The elimination method is a powerful tool when it comes to solving systems of equations. Its key idea revolves around eliminating one of the variables in order to simplify the system and make it easier to solve for the remaining variables. In our example, we want to eliminate the variable \(x\). Here's the process:

• Align the equations so that the corresponding terms are in the same order.
• Apply operations such as addition, subtraction, multiplication, or division to eliminate a variable. In this case, we subtract one equation from the other.

This subtraction eliminates the \(x\) term from both equations:

• Equation 1: \(x + Ay = 1\)
• Equation 2: \(x + By = 1\)
• Subtract Equation 2 from Equation 1 to get: \((x + Ay) - (x + By) = 1 - 1\)
• Simplified result is: \(Ay - By = 0\)

By eliminating \(x\), we now have a single equation with one variable, \(y\). This drastically simplifies the problem and paves the way to finding the solution.

Solving equations is the act of finding the value(s) of the variable(s) that satisfy the given equation(s). Once we isolate a variable using the elimination method, the next step is to solve for it. In our example, after eliminating \(x\), we are left with:

• Equation: \(Ay - By = 0\)
• This leads to \((A - B)y = 0\)

To solve this equation for \(y\), notice that it's a product equaling zero. For this product to hold true given \(A eq B\), we conclude:

• \(y = 0\)

Substitute back to find \(x\) using any of the original equations:

• For \(x + Ay = 1\) and \(y = 0\):
• \(x + A(0) = 1\)
• Thus, \(x = 1\)

Verification is an essential step. We check our solutions by substituting \(y = 0\) and \(x = 1\) back into the second equation \((x + By = 1)\) and confirming they satisfy it.

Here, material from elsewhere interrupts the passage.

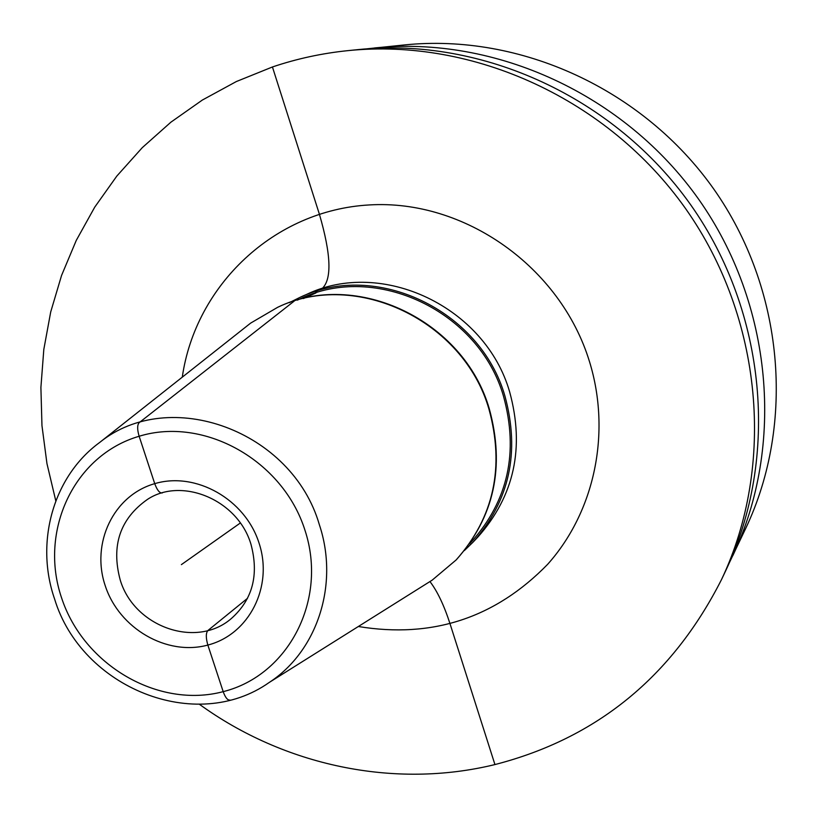 <?xml version="1.0" encoding="UTF-8"?>
<svg xmlns="http://www.w3.org/2000/svg" width="818" height="818" viewBox="0 0 818 818"><rect width="100%" height="100%" fill="white"/><g stroke="black" fill="none" stroke-linecap="round" stroke-linejoin="round"><path stroke-width="1.23" d="M729.4 562.672L745.852 528.101C795.566 423.192 784.002 288.672 713.613 188.835C643.091 89.101 520.197 33.18 404.705 44.908L366.617 48.845M732.908 555.483C784.973 445.657 772.744 304.337 698.725 199.347C624.563 94.459 495.483 35.644 374.562 47.945M199.428 704.298C283.907 765.576 394.071 789.258 494.941 764.564C596.69 738.368 672.222 676.711 721.517 579.573L726.026 570.044C779.329 457.61 766.752 312.68 690.791 204.95C614.696 97.311 482.334 36.963 358.55 49.561L348.049 50.624C322.036 53.272 296.832 58.722 272.435 66.974L236.341 81.544L202.363 100.041L170.901 122.179L142.291 147.639L116.821 176.074L94.745 207.128L76.268 240.4L61.554 275.472L50.706 311.955L43.814 349.429L40.9 387.456L41.963 425.646L46.953 463.581L55.798 500.872M721.517 579.573C775.638 465.442 762.826 318.151 685.596 208.621C608.224 99.182 473.714 37.822 348.049 50.624M456.301 559.778L456.485 559.584C494.236 517.017 505.166 466.751 489.287 408.785C463.826 320.073 356.229 269.388 278.192 307.067L277.701 307.282C355.789 269.582 463.448 320.298 488.939 409.072C504.829 467.088 493.888 517.385 456.117 559.972L432.139 580.177L425.166 584.553M464.358 550.565L472.845 542.365C509.563 500.964 520.248 452.139 504.89 395.902C480.248 309.848 375.83 260.768 299.899 297.404L289.327 302.66M297.302 300.145L300.226 298.836C375.462 262.353 479.092 310.952 503.52 396.29C518.765 452.119 508.121 500.544 471.608 541.577L469.399 543.888M277.701 307.282L250.645 323.11L244.173 328.222M181.381 564.625L240.298 523.019M223.191 691.65L207.854 645.065C205.799 637.917 205.809 633.071 207.874 630.525L247.517 598.306L207.874 630.525C205.809 633.071 205.799 637.917 207.854 645.065L223.191 691.65C225.339 697.59 227.598 700.392 229.97 700.055C227.598 700.392 225.339 697.59 223.191 691.65M162.24 492.978C159.612 493.234 157.107 490.125 154.735 483.653L139.142 436.26C137.168 429.511 137.168 424.992 139.142 422.701L294.286 301.034M303.427 298.55L315.983 292.916L315.543 291.545L322.057 288.631C332.057 279.439 331.157 254.592 319.357 214.091L272.435 66.974M494.941 764.564L450.064 623.868C444.062 605.33 437.364 591.24 429.971 581.598C437.364 591.24 444.062 605.33 450.064 623.868L494.941 764.564M358.345 626.506C432.241 638.684 495.33 617.979 547.6 564.369C594.512 511.904 611.486 432.978 589.492 361.617C560.504 266.78 464.235 199.111 369.286 204.94C274.194 210.216 195.482 285.267 182.281 377.149M472.845 542.365L477.855 537.089C514.256 496.045 524.859 447.671 509.665 391.955C485.279 306.719 381.832 258.13 306.546 294.449L299.899 297.404M99.724 442.426C53.027 476.475 34.918 542.385 54.601 599.042C81.503 687.826 195.891 734.37 269.204 682.468C317.353 651.179 339.296 584.267 319.347 524.665C292.108 430.442 169.377 386.035 99.724 442.426L250.645 323.11M61.606 597.948C83.6 665.054 158.242 708.909 223.191 691.65C288.437 675.423 327.946 599.829 304.961 530.238C282.956 460.37 204.03 416.25 139.142 436.26C73.896 455.258 38.681 531.107 61.606 597.948M259.03 543.019C273.56 586.67 249.101 634.482 207.854 645.065C166.811 656.281 119.152 628.521 105.256 585.8C90.747 543.254 113.498 495.33 154.735 483.653C195.758 471.332 245.124 499.195 259.03 543.019M231.514 618.377C196.657 649.083 134.172 627.099 120.215 579.982C110.982 545.555 120.072 518.684 147.496 499.379C181.524 476.741 237.772 499.481 250.952 544.246C259.112 574.788 252.639 599.492 231.514 618.377M269.204 682.468L432.139 580.177"/></g></svg>

Understanding algebraic expressions is crucial when working with systems of equations. In any algebraic manipulation, expressions are the foundation. They consist of constants, variables, and operations such as addition and subtraction.
In our exercise, we deal with algebraic expressions like \(x + Ay\) and \(x + By\). Here:

• "x" and "y" are variables, while "A" and "B" are constants.
• The expressions are linear, meaning each variable is to the power of one.
• This simplicity allows us to solve the system using straightforward techniques such as elimination.

Factoring is an important operation in algebra. When we reached the equation \(Ay - By = 0\), factoring out \(y\) resulted in \(y(A - B)\) which simplified the equation and allowed us to determine \(y = 0\).
Understanding these expressions both in structure and application is essential to effectively solving equations. Whether it's recognizing how to rearrange terms or factor constants and variables, mastering expressions is key to success in algebra.